# snake bite vid.....



## thornton_851 (Jan 2, 2005)

ok we'll i was lookin @ the vids on break.com and found this sick ass one







..... i dont really know where i should be posting it so ill try here because it relates to spiders....

heres the wearning for it

"Big warning on this one. This is absolutely disgusting. Some kid gets a bad spider bite on his cheek.
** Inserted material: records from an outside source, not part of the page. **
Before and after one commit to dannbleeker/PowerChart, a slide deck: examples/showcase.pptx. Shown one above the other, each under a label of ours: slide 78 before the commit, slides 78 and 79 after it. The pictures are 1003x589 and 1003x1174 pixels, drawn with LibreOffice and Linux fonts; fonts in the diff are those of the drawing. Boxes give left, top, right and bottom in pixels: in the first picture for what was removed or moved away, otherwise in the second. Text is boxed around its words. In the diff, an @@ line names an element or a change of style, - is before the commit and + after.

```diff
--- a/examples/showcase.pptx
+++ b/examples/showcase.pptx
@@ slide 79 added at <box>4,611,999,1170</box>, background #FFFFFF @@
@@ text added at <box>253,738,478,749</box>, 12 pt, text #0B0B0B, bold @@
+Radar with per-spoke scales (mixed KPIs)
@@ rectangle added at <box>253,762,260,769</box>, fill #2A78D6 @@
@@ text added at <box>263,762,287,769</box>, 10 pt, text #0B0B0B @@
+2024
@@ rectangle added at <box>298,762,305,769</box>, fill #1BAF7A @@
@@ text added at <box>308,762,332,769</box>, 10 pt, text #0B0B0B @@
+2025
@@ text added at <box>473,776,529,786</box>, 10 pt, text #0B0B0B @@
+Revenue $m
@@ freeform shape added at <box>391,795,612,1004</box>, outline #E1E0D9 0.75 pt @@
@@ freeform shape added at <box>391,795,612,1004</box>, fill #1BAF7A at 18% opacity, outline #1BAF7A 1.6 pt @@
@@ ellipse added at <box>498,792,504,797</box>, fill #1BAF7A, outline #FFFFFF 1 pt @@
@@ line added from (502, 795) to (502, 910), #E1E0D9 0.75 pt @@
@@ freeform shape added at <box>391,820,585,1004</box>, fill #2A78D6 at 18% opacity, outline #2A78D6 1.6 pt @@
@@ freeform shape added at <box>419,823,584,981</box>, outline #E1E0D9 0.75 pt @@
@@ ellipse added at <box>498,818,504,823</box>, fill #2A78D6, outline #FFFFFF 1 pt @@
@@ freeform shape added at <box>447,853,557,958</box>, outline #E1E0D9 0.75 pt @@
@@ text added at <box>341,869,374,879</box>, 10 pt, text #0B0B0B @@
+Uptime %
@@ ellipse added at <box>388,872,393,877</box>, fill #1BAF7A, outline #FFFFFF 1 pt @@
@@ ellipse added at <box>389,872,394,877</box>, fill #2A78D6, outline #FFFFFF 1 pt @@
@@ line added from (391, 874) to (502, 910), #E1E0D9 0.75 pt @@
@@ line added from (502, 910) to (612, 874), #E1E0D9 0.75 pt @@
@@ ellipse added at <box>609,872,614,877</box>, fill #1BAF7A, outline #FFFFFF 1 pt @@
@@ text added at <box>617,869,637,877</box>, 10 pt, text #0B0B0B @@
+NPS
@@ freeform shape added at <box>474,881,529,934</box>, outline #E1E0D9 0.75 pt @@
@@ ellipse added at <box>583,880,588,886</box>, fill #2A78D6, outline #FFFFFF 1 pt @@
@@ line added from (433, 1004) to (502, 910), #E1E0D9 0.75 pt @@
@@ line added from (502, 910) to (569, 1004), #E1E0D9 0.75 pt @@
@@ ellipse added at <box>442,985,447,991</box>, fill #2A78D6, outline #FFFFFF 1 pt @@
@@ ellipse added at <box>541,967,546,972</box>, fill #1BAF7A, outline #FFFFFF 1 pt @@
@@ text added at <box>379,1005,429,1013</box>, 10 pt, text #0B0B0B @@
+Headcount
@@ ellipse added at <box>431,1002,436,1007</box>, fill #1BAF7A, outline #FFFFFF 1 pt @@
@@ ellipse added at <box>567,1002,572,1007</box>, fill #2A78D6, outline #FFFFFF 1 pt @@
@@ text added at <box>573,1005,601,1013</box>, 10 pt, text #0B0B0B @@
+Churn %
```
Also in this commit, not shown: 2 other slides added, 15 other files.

After a day it turns red and he squeezes it. (WARNING: Disgusting...we warned you) "

and heres the link 
http://www.break.com/articles/spiderbite.html

question.. what kind of spider would do this to you?
sorry if i made any of u feel sick.


----------



## Red Eyes (Nov 25, 2003)

Your right ... that is disgusting


----------



## jan (Apr 24, 2004)

Aaarrg....why did I even watch it









However based on that bite alone it is very hard (impossible) to tell what kind of spider it was


----------



## Feeder_Phish (Apr 15, 2005)

man that is SICK SH!T


----------



## thornton_851 (Jan 2, 2005)

jan said:


> However based on that bite alone it is very hard (impossible) to tell what kind of spider it was


damn, i wanted 2 know what spider would f someone like that .... i would freak out if that ever happened to me







..... break.com has lots of effin sweet vids on it if anyone wants to check them out... ones got an ouctapus killin like a 4' shark and some other sweet ones.... not to mention SICK ass ones


----------



## psychofish (Jun 5, 2004)

Hmm when the topic is snake bite vid... and I see a spider bite
I begin to wonder... call me crazy


----------



## Fruitbat (Jan 2, 2004)

Assuming that is indeed a spider bite (and there are a lot of people who claim to have been bitten by spiders when they really have no idea what actually bit them) then the culprit that immediately comes to mind is the Brown Recluse (_Loxoceles reclusa_). All spiders are venomous and many can cause an unpleasant local reaction if they bite you, but the Brown Recluse is well-known for its potentially severe necrotic effects.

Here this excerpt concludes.